** Opening Supplied entries block **
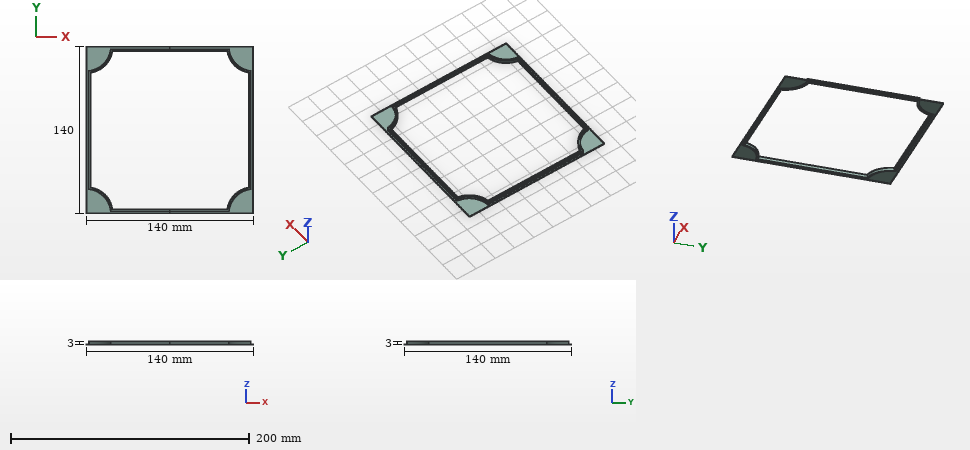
import cadquery as cq

FRAME_SIDE = 140.0
TOTAL_HEIGHT = 3.0
FLANGE_THICKNESS = 0.5
LEDGE_WIDTH = 2.0
RIM_WIDTH = 1.7
CORNER_RADIUS = 20.5

HALF_SIDE = FRAME_SIDE / 2
RIM_SIDE = FRAME_SIDE - 2 * LEDGE_WIDTH
OPENING_SIDE = RIM_SIDE - 2 * RIM_WIDTH
OPENING_CORNER_RADIUS = CORNER_RADIUS + RIM_WIDTH


def scalloped_square(side, corner_radius, height):
    """Square plate with a round bite about each corner of the frame."""
    corner_cuts = (
        cq.Workplane("XY")
        .rect(FRAME_SIDE, FRAME_SIDE, forConstruction=True)
        .vertices()
        .circle(corner_radius)
        .extrude(height)
    )
    return cq.Workplane("XY").rect(side, side).extrude(height).cut(corner_cuts)


def full_frame():
    """Thin square flange with a raised rim around the scalloped opening."""
    flange = cq.Workplane("XY").rect(FRAME_SIDE, FRAME_SIDE).extrude(FLANGE_THICKNESS)
    rim = scalloped_square(RIM_SIDE, CORNER_RADIUS, TOTAL_HEIGHT)
    opening = scalloped_square(OPENING_SIDE, OPENING_CORNER_RADIUS, TOTAL_HEIGHT)
    return flange.union(rim).cut(opening)


def frame_half(side_sign):
    """Half of the frame on the -X (-1) or +X (+1) side of the joint at X = 0."""
    half_space = (
        cq.Workplane("XY")
        .center(side_sign * HALF_SIDE / 2, 0)
        .rect(HALF_SIDE, FRAME_SIDE)
        .extrude(TOTAL_HEIGHT)
    )
    return full_frame().intersect(half_space)


frame_halves = [frame_half(side_sign).val() for side_sign in (-1, 1)]

result = cq.Compound.makeCompound(frame_halves)
** Closing Supplied entries block **
For the string "return", search the preceding data and copy every line that includes it.

# [Solution to the problem]
    return cq.Workplane("XY").rect(side, side).extrude(height).cut(corner_cuts)
    return flange.union(rim).cut(opening)
    return full_frame().intersect(half_space)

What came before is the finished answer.